The antiretroviral medicines taken by patients infected with HIV could also protect people not yet infected but at high risk of becoming so, according to the results of a large-scale clinical trial. But questions remain about whether such a strategy would work as an HIV prevention policy.
The US$43.6-million study, published today in the New England Journal of Medicine, included 2,499 subjects from Peru, Ecuador, South Africa, Brazil, Thailand and the United States who were born male (although 1% now identify themselves as women), who had had sex with men, and who showed no HIV antibodies in their blood at the time of enrolling in the study1.
The study "provides the first proof" that pills that control HIV in infected people can also help prevent new infections, says Robert Grant, an HIV researcher at the University of California, San Francisco, and the study's lead author.

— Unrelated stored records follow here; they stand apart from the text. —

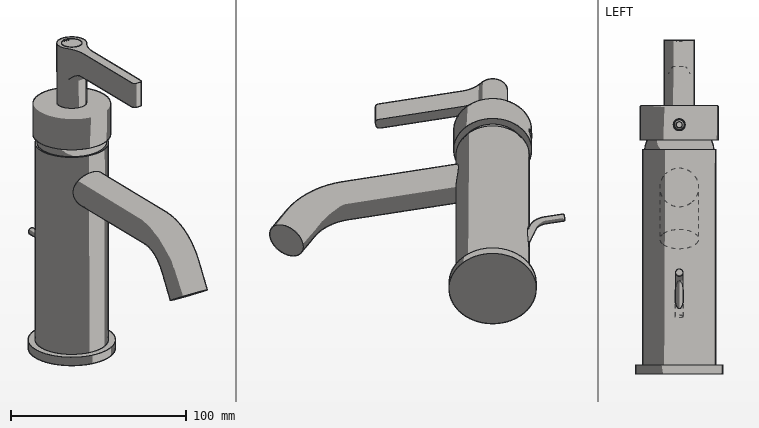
import cadquery as cq
import math

BASE_RADIUS = 25.0
BASE_THICKNESS = 5.3
COLUMN_RADIUS = 21.0
COLUMN_TOP = 128.2
NECK_BOTTOM_RADIUS = 19.8
NECK_TOP_RADIUS = 18.3
NECK_BULGE = 0.4

SPOUT_RADIUS = 11.0
SPOUT_HEIGHT = 106.5
SPOUT_BEND_START = 85.7
SPOUT_BEND_RADIUS = 29.5
SPOUT_BEND_ANGLE = 60
SPOUT_OUTLET_LENGTH = 17.0

CAP_RADIUS = 22.3
CAP_BOTTOM = 133.5
CAP_TOP = 153.4
CAP_EDGE_FILLET = 1.0
STEM_RADIUS = 8.5
HANDLE_TOP = 190.5
LEVER_HEIGHT = 15.0
LEVER_WIDTH = 6.3
LEVER_END = 68.0
LEVER_END_FILLET = 2.3
LEVER_FLARE_RADIUS = 20.0
LEVER_ROOT_FILLET = 5.3
LEVER_BOTTOM = HANDLE_TOP - LEVER_HEIGHT
LEVER_ROOT_BOTTOM = LEVER_BOTTOM - LEVER_ROOT_FILLET

RECESS_RADIUS = 6.0
RECESS_DEPTH = 0.2
NOTCH_INNER = 5.0
NOTCH_OUTER = 6.1
NOTCH_WIDTH = 3.0
NOTCH_DEPTH = 0.8

SCREW_HEIGHT = 142.3
SEAT_RADIUS = 3.5
SEAT_DEPTH = 1.1
SCREW_RADIUS = 2.9
SCREW_TIP_RADIUS = 1.7
SCREW_PROTRUSION = 0.4
SCREW_TAPER_LENGTH = 1.1

ROD_RADIUS = 2.1
ROD_TIP = -41.7
ROD_HEIGHT = 58.0
ROD_BEND_START = -30.3
ROD_BEND_RADIUS = 7.2
ROD_BEND_ANGLE = 72
ROD_LEG_LENGTH = 21.0
ROD_TIP_FILLET = 0.8
ROD_HOLE_RADIUS = 2.5


def slope_direction(angle):
    """Unit (x, z) direction pointing toward +X and down by the angle in degrees."""
    return math.cos(math.radians(angle)), -math.sin(math.radians(angle))


def bend_point(start_x, height, bend_radius, angle):
    """(x, z) point reached along a downward bend that starts level at start_x."""
    turn = math.radians(angle)
    return start_x + bend_radius * math.sin(turn), height - bend_radius * (1 - math.cos(turn))


def bent_bar(radius, first_x, height, bend_start, bend_radius, angle, leg_length):
    """Round bar: level from first_x, bent downward, then a straight leg."""
    bend_middle = bend_point(bend_start, height, bend_radius, angle / 2)
    bend_end = bend_point(bend_start, height, bend_radius, angle)
    direction = slope_direction(angle)
    leg_end = (bend_end[0] + leg_length * direction[0], bend_end[1] + leg_length * direction[1])
    path = (
        cq.Workplane("XZ")
        .moveTo(first_x, height)
        .lineTo(bend_start, height)
        .threePointArc(bend_middle, bend_end)
        .lineTo(*leg_end)
    )
    section = cq.Workplane("YZ", origin=(first_x, 0, height)).circle(radius)
    return section.sweep(path)


def make_column():
    """Base flange, column and rounded neck as one revolved profile."""
    neck_middle = (
        (NECK_BOTTOM_RADIUS + NECK_TOP_RADIUS) / 2 + NECK_BULGE,
        (COLUMN_TOP + CAP_BOTTOM) / 2,
    )
    return (
        cq.Workplane("XZ")
        .moveTo(0, 0)
        .lineTo(BASE_RADIUS, 0)
        .lineTo(BASE_RADIUS, BASE_THICKNESS)
        .lineTo(COLUMN_RADIUS, BASE_THICKNESS)
        .lineTo(COLUMN_RADIUS, COLUMN_TOP)
        .lineTo(NECK_BOTTOM_RADIUS, COLUMN_TOP)
        .threePointArc(neck_middle, (NECK_TOP_RADIUS, CAP_BOTTOM))
        .lineTo(0, CAP_BOTTOM)
        .close()
        .revolve(360, (0, 0, 0), (0, 1, 0))
    )


def make_spout():
    return bent_bar(
        SPOUT_RADIUS, 0, SPOUT_HEIGHT,
        SPOUT_BEND_START, SPOUT_BEND_RADIUS, SPOUT_BEND_ANGLE, SPOUT_OUTLET_LENGTH,
    )


def make_rod_hole():
    """Slanted blind hole, coaxial with the rod's leg and ending where the rod ends."""
    start_x, start_z = bend_point(ROD_BEND_START, ROD_HEIGHT, ROD_BEND_RADIUS, ROD_BEND_ANGLE)
    direction_x, direction_z = slope_direction(ROD_BEND_ANGLE)
    hole = cq.Solid.makeCylinder(
        ROD_HOLE_RADIUS, ROD_LEG_LENGTH,
        cq.Vector(start_x, 0, start_z), cq.Vector(direction_x, 0, direction_z),
    )
    return cq.Workplane(obj=hole)


def make_faucet_body():
    return make_column().union(make_spout()).cut(make_rod_hole())


def make_cap():
    return (
        cq.Workplane("XY", origin=(0, 0, CAP_BOTTOM))
        .circle(CAP_RADIUS)
        .extrude(CAP_TOP - CAP_BOTTOM)
        .faces(">Z")
        .edges()
        .fillet(CAP_EDGE_FILLET)
    )


def make_lever_underside():
    """Ring below the lever, curved inside so that the lever meets the stem in a fillet."""
    root_end = STEM_RADIUS + LEVER_ROOT_FILLET
    arc_offset = LEVER_ROOT_FILLET * math.sqrt(0.5)
    arc_middle = (root_end - arc_offset, LEVER_ROOT_BOTTOM + arc_offset)
    ring_radius = LEVER_END + LEVER_WIDTH
    return (
        cq.Workplane("XZ")
        .moveTo(STEM_RADIUS, LEVER_ROOT_BOTTOM)
        .threePointArc(arc_middle, (root_end, LEVER_BOTTOM))
        .lineTo(ring_radius, LEVER_BOTTOM)
        .lineTo(ring_radius, LEVER_ROOT_BOTTOM)
        .close()
        .revolve(360, (0, 0, 0), (0, 1, 0))
    )


def make_lever():
    """Flat lever whose root flares tangentially into the stem."""
    half_width = LEVER_WIDTH / 2
    flare_center_y = half_width + LEVER_FLARE_RADIUS
    center_distance = STEM_RADIUS + LEVER_FLARE_RADIUS
    flare_end_x = math.sqrt(center_distance**2 - flare_center_y**2)
    tangent_x = flare_end_x * STEM_RADIUS / center_distance
    tangent_y = flare_center_y * STEM_RADIUS / center_distance

    blank = (
        cq.Workplane("XY", origin=(0, 0, LEVER_ROOT_BOTTOM))
        .moveTo(0, -tangent_y)
        .lineTo(tangent_x, -tangent_y)
        .radiusArc((flare_end_x, -half_width), LEVER_FLARE_RADIUS)
        .lineTo(LEVER_END, -half_width)
        .lineTo(LEVER_END, half_width)
        .lineTo(flare_end_x, half_width)
        .radiusArc((tangent_x, tangent_y), LEVER_FLARE_RADIUS)
        .lineTo(0, tangent_y)
        .close()
        .extrude(HANDLE_TOP - LEVER_ROOT_BOTTOM)
        .edges("|Z and >X")
        .fillet(LEVER_END_FILLET)
    )
    return blank.cut(make_lever_underside())


def make_stem():
    return (
        cq.Workplane("XY", origin=(0, 0, CAP_TOP))
        .circle(STEM_RADIUS)
        .extrude(HANDLE_TOP - CAP_TOP)
    )


def make_top_recess():
    top = cq.Workplane("XY", origin=(0, 0, HANDLE_TOP))
    recess = top.circle(RECESS_RADIUS).extrude(-RECESS_DEPTH)
    notch = (
        top.center(-(NOTCH_INNER + NOTCH_OUTER) / 2, 0)
        .rect(NOTCH_OUTER - NOTCH_INNER, NOTCH_WIDTH)
        .extrude(-NOTCH_DEPTH)
    )
    return recess.union(notch)


def make_screw_seat():
    return (
        cq.Workplane("YZ", origin=(-CAP_RADIUS, 0, SCREW_HEIGHT))
        .circle(SEAT_RADIUS)
        .extrude(SEAT_DEPTH)
    )


def make_screw():
    """Round screw standing on the floor of its seat, tapering to a flat tip."""
    tip = -CAP_RADIUS - SCREW_PROTRUSION
    taper_base = tip + SCREW_TAPER_LENGTH
    seat_floor = -CAP_RADIUS + SEAT_DEPTH
    return (
        cq.Workplane("XZ", origin=(0, 0, SCREW_HEIGHT))
        .moveTo(tip, 0)
        .lineTo(tip, SCREW_TIP_RADIUS)
        .lineTo(taper_base, SCREW_RADIUS)
        .lineTo(seat_floor, SCREW_RADIUS)
        .lineTo(seat_floor, 0)
        .close()
        .revolve(360, (0, 0, 0), (1, 0, 0))
    )


def make_handle():
    return (
        make_cap()
        .union(make_stem().union(make_lever()))
        .cut(make_top_recess())
        .cut(make_screw_seat())
        .union(make_screw())
    )


def make_lift_rod():
    rod = bent_bar(
        ROD_RADIUS, ROD_TIP, ROD_HEIGHT,
        ROD_BEND_START, ROD_BEND_RADIUS, ROD_BEND_ANGLE, ROD_LEG_LENGTH,
    )
    return rod.faces("<X").edges().fillet(ROD_TIP_FILLET)


faucet_body = make_faucet_body()
handle = make_handle()
lift_rod = make_lift_rod()

result = cq.Compound.makeCompound([body.solids().val() for body in (faucet_body, handle, lift_rod)])

In the trial, called the Pre-Exposure Prophylaxis Initiative (iPrEx), one group of patients received a daily dose of a single pill — marketed as Truvada by drug firm Gilead Sciences of Foster City, California — combining emtricitibane and tenofovir, two oral antiretroviral medicines. The other group received a placebo. Of the 100 participants that became infected with HIV during the course of the study, 36 were from the former group and 64 from the latter, translating to a nearly 44% reduction in risk for subjects taking the active pills.
Participants who received the drugs and who reported taking their pills 90% of the time experienced a much higher protection rate of 72.8%. And those who had high levels of the drugs in their blood showed an even greater degree of protection: 92%.
"With a vaccine, it either works or it doesn't work, but here it really depends on the individual who's taking it," says Anthony Fauci, director of the US National Institute of Allergy and Infectious Diseases (NIAID).
Prevention questions
The NIAID provided $27.9 million in funding for the study, with the rest provided by the Bill & Melinda Gates Foundation. The drugs were donated by Gilead Sciences.
Different US agencies such as the Centers for Disease Control and Prevention and the Food and Drug Administration must now begin to look closely at the study's findings to determine how it might fit in with ongoing HIV prevention programmes, Fauci says.
"This is going to be a very active topic of discussion," he says.
He cautions, however, that although men who have sex with men represent one of the highest-risk groups for HIV infection, the study must be validated in other at-risk populations.
The findings are encouraging and could help some people, but the strategy's effectiveness still needs to be determined, says Daniel Halperin, an HIV prevention expert at Harvard School of Public Health in Boston, Massachusetts, who was not involved with the study.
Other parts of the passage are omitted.